After checking out the repository, you need to get all dependencies by run the lib/get.sh script:
$ cd lib
$ sh get.sh
This script will download a lib.zip file, and unzip it to get all .jar files we need.
After that, you can compile the code using
$ ant
To get the .jar file for NER (including parsing and coref), run
$ ant ner
This will produce a .jar file called runNER.jar.

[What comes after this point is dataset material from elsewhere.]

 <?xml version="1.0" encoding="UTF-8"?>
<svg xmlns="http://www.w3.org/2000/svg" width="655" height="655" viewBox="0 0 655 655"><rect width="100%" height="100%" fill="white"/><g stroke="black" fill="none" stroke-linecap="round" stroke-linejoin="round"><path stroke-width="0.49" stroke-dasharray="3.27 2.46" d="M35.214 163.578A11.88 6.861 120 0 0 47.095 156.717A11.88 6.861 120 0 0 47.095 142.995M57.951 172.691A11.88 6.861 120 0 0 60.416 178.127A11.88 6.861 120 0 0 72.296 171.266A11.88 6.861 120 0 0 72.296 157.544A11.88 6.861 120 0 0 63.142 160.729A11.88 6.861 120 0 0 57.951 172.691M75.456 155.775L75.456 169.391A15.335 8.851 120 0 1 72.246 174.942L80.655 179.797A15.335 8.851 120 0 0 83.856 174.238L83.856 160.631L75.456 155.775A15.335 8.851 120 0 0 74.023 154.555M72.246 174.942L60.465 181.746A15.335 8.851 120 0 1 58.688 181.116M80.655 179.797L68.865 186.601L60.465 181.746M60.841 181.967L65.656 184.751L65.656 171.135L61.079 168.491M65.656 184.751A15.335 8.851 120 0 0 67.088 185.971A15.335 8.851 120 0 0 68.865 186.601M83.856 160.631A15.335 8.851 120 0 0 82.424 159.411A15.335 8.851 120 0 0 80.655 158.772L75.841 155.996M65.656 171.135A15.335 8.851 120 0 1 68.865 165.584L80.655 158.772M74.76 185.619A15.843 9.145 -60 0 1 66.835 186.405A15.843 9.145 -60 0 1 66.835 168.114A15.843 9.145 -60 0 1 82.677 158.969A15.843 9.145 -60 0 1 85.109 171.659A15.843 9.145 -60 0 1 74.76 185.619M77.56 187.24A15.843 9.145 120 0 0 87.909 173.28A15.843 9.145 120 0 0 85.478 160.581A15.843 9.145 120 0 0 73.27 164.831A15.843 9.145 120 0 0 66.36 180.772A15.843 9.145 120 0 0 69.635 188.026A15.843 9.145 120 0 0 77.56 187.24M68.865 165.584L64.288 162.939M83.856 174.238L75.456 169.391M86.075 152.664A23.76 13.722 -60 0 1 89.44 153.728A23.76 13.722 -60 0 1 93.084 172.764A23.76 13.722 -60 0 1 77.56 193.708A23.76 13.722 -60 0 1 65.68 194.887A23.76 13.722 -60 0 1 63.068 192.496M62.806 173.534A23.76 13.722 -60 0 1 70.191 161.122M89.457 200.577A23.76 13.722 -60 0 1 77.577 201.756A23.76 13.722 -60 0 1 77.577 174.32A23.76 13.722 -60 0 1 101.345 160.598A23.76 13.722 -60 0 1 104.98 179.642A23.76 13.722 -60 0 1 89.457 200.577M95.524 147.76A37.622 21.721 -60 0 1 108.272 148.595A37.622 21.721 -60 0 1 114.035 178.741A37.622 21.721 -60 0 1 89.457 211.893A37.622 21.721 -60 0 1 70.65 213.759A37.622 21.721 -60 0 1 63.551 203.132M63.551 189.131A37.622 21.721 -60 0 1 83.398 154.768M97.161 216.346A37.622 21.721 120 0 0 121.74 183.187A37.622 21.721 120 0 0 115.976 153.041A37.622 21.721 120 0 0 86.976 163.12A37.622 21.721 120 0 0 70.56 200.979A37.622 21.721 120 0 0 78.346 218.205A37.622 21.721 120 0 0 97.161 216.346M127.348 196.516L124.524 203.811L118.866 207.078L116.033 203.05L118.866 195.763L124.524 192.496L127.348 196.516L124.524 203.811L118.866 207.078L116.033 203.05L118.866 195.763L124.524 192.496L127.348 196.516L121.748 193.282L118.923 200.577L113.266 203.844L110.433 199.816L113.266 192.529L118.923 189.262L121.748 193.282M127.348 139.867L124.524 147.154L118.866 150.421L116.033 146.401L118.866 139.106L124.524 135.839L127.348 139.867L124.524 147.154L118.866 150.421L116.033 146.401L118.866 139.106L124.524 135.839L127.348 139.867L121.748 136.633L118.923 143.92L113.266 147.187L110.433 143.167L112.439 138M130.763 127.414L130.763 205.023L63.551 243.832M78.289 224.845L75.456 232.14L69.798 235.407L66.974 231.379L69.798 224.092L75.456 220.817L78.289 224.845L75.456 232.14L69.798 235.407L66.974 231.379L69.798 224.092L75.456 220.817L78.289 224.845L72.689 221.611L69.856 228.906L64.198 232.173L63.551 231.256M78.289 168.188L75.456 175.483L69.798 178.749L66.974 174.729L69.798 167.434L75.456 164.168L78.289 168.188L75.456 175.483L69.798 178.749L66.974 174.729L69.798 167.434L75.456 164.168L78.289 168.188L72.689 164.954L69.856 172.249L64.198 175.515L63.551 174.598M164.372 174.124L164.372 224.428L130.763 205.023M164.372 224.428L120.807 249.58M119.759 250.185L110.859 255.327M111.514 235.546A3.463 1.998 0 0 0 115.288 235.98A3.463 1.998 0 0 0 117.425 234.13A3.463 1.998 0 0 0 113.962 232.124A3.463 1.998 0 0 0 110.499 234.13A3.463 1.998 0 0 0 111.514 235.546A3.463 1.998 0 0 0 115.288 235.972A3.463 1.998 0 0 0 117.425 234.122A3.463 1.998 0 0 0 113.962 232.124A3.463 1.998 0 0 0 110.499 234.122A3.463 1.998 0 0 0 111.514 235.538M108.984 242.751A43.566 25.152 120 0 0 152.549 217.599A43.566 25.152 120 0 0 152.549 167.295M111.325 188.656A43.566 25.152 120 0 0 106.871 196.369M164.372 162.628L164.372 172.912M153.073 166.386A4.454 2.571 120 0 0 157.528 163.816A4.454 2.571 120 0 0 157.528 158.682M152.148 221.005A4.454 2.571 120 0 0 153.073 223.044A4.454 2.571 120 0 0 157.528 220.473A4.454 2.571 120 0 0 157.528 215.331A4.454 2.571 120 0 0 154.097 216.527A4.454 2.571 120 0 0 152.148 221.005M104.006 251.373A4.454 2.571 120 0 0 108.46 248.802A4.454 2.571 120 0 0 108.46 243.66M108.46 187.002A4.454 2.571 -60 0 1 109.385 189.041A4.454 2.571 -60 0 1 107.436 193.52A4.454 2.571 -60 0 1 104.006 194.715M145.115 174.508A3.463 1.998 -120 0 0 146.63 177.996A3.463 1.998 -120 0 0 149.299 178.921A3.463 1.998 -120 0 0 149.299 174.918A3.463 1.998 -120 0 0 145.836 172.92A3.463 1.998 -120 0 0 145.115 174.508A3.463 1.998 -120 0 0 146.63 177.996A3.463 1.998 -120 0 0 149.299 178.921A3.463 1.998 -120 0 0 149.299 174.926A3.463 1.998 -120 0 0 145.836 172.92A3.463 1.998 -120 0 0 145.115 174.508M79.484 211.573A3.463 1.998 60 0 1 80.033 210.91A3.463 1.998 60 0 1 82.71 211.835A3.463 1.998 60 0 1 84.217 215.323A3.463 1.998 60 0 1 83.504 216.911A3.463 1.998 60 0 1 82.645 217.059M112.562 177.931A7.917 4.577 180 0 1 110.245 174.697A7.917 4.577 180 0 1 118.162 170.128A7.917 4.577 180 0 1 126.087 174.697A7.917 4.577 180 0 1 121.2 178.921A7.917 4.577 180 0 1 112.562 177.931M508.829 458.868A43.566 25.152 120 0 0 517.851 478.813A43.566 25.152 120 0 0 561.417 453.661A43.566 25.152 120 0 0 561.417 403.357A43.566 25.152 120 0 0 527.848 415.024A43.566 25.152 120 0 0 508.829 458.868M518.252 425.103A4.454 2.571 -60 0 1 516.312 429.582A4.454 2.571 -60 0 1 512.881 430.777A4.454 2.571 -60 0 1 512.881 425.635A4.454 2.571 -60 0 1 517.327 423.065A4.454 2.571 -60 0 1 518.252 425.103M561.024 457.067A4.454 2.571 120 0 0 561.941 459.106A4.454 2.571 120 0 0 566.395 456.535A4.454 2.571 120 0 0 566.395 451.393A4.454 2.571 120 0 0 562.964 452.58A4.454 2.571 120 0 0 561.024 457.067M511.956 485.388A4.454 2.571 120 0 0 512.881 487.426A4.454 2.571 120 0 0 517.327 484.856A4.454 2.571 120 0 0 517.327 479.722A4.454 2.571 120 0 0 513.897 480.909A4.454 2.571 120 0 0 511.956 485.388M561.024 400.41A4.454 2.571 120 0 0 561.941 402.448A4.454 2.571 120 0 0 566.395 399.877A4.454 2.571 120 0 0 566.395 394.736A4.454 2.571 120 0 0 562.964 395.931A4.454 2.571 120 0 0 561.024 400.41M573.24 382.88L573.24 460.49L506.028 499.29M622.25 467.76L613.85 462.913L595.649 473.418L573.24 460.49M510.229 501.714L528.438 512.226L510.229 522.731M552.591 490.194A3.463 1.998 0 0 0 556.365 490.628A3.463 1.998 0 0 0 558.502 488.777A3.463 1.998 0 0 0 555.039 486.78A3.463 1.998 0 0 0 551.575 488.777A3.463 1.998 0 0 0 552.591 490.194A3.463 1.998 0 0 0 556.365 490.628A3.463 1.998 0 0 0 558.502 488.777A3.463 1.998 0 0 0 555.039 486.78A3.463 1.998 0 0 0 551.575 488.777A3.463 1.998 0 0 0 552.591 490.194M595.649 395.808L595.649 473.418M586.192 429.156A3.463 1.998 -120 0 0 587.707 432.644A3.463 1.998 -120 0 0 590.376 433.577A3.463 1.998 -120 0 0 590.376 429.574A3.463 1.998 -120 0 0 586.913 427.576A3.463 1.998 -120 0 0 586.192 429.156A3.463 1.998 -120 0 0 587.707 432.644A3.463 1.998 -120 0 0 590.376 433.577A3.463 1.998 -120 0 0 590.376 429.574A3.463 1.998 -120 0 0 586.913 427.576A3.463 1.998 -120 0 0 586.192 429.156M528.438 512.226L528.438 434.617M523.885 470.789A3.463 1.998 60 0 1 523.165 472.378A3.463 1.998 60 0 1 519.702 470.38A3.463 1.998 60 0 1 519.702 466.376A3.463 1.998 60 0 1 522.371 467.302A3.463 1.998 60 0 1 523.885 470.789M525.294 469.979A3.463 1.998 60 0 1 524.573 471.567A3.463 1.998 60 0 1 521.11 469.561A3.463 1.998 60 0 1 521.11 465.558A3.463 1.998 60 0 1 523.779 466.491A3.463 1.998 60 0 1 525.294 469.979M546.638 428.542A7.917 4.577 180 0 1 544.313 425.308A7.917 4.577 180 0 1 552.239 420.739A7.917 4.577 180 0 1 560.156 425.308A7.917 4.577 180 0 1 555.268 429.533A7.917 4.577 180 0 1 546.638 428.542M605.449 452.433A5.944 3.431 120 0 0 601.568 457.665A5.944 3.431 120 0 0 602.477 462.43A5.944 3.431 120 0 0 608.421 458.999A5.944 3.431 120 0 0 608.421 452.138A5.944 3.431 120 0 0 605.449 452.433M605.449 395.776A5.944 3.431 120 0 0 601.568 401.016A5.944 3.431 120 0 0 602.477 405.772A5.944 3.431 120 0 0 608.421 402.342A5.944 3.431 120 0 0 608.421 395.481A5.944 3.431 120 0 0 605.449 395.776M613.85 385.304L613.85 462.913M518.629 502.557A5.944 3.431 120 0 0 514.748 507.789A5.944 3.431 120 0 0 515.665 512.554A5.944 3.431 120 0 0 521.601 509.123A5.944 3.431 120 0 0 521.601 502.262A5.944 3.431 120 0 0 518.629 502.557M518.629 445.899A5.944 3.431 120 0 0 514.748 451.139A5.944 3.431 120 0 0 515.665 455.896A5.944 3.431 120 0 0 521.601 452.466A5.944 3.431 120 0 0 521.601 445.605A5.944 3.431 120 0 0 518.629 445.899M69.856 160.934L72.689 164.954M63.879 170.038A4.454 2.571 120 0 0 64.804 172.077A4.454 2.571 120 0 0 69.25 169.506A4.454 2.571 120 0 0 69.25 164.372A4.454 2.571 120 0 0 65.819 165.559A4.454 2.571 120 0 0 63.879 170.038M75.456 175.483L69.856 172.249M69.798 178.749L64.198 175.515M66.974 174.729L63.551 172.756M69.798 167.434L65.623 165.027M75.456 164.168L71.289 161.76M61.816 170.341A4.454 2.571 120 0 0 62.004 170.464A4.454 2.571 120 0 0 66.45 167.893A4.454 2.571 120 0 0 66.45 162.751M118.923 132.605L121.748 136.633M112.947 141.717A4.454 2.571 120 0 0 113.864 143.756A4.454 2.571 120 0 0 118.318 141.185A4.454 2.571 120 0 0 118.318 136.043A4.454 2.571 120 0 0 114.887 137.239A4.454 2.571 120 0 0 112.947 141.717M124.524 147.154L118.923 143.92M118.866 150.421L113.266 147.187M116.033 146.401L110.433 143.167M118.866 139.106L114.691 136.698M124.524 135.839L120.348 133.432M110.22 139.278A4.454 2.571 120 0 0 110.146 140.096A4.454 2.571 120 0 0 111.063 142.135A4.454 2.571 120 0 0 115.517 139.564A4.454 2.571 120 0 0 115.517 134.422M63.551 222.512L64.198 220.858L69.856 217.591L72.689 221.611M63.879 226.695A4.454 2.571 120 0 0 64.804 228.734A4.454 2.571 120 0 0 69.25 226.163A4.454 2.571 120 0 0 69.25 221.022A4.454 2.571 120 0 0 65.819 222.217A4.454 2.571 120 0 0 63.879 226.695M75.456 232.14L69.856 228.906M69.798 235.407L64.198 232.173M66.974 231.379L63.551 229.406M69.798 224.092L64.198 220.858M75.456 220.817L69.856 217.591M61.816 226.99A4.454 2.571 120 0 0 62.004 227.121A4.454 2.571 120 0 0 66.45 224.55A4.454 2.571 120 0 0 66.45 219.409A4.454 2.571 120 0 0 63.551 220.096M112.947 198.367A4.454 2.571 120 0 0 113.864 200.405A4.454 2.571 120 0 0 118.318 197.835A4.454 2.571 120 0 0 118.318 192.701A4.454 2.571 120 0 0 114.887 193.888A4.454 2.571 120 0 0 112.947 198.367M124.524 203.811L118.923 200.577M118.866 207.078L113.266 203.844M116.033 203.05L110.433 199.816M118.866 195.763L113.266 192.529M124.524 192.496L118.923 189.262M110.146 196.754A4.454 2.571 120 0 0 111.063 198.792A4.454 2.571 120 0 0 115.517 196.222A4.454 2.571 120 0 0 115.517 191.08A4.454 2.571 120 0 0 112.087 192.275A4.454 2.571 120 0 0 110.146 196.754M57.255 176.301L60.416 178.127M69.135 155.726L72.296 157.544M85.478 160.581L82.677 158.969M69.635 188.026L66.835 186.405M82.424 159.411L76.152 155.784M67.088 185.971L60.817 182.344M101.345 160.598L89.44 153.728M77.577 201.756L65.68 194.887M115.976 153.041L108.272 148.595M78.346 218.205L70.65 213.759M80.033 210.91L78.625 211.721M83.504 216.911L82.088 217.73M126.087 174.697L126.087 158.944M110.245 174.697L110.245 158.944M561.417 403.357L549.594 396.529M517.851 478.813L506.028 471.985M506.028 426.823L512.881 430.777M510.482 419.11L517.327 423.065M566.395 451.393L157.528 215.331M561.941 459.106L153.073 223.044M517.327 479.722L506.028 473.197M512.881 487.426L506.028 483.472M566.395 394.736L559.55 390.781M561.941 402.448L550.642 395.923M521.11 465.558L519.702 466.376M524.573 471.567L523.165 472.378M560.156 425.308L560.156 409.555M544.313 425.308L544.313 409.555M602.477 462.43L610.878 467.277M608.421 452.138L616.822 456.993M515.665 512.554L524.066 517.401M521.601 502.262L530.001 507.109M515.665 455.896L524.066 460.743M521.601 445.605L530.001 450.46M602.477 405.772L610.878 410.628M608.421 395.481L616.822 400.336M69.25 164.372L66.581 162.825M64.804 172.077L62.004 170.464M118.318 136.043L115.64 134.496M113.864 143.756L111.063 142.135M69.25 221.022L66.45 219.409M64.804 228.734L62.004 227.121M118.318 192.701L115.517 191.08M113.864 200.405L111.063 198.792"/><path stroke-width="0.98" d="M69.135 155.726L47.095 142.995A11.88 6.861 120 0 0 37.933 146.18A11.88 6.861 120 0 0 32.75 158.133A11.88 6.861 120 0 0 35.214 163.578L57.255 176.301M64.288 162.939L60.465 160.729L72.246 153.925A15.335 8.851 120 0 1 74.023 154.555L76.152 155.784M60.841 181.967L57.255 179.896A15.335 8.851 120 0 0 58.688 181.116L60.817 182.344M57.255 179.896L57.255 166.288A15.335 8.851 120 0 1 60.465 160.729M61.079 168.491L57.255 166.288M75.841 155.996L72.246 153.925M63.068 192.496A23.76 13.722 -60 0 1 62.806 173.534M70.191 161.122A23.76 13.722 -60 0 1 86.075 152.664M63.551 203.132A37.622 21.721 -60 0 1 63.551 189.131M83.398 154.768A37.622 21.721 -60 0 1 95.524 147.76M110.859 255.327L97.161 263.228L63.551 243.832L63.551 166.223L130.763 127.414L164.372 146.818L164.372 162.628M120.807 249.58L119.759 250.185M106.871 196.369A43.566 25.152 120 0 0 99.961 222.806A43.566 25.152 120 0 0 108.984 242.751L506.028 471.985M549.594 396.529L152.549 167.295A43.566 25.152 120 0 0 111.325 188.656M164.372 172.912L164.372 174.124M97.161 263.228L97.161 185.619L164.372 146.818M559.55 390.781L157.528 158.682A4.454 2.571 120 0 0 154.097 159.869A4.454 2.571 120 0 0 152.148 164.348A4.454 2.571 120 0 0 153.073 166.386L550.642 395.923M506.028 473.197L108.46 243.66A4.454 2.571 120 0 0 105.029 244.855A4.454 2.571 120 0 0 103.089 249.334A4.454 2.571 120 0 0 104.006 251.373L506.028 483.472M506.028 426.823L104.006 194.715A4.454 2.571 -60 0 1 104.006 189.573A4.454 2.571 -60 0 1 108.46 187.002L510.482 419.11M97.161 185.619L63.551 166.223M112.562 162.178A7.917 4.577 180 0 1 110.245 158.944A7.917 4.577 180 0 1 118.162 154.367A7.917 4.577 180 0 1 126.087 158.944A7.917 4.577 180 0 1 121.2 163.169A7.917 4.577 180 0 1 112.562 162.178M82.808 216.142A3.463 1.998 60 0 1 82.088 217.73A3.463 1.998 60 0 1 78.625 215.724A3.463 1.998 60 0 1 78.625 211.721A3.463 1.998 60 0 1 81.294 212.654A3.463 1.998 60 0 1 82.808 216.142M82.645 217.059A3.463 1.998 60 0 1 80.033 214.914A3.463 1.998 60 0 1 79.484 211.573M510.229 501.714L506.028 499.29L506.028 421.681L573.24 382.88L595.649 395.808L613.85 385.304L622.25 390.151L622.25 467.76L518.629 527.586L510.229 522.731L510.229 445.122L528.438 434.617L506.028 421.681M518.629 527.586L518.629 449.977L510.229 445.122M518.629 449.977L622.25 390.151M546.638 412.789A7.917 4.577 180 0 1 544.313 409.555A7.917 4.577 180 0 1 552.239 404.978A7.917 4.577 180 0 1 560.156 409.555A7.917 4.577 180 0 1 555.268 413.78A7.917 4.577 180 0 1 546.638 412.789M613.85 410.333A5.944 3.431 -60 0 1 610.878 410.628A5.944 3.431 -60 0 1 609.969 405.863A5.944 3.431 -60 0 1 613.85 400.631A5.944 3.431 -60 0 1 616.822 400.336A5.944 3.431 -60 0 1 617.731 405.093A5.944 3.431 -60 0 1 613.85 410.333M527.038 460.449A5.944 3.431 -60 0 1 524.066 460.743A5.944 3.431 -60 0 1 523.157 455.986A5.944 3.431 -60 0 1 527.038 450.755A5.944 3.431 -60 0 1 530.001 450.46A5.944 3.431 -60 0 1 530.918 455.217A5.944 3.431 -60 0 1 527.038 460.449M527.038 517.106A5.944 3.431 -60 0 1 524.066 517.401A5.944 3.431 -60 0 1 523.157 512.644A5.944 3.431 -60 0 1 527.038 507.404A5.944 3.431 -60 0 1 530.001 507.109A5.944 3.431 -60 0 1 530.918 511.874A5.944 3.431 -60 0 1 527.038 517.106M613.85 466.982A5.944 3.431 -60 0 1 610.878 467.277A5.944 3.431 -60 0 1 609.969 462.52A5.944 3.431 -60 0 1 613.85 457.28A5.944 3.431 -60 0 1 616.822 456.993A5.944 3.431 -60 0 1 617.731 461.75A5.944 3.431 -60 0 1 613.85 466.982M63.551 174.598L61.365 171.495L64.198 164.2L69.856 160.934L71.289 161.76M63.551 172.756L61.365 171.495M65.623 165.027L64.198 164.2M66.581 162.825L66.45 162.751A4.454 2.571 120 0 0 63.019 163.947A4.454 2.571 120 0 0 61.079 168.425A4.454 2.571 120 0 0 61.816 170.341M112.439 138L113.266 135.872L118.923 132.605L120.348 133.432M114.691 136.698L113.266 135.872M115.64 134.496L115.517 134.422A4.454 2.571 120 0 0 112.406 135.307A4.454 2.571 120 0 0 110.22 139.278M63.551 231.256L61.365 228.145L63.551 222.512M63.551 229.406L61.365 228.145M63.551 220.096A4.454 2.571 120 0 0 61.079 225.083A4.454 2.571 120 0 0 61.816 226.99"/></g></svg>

$ java -jar runNER.jar <INPUT> <OUTPUT>
The file src/nlp/runNER.java takes as input a corpus in format
<FILENAME id="DOCUMENTID">
content...
</FILENAME>
...
<FILENAME id="DOCUMENTID">
content...
</FILENAME>
and output the one-token-per-line TSV format as
<FILENAME id="DOCUMENTID">
<SENT id="SENT-NUM">
TOK-NUM TOKEN BEGIN:END_OFFSET POS NER LEMMA DEP-PATH-TO-PARENT PARENT-ID COREF-CLUSTER-ID
...
</SENT>
</FILENAME>
SENT-NUM is zero-based index to sentence within the document. TOK-NUM is zero-based index to token within the sentence.
BEGIN_OFFSET and END_OFFSET count number of bytes not characters.... or not?!
You can see the input.txt and ner-output.txt examples in the test/ folder.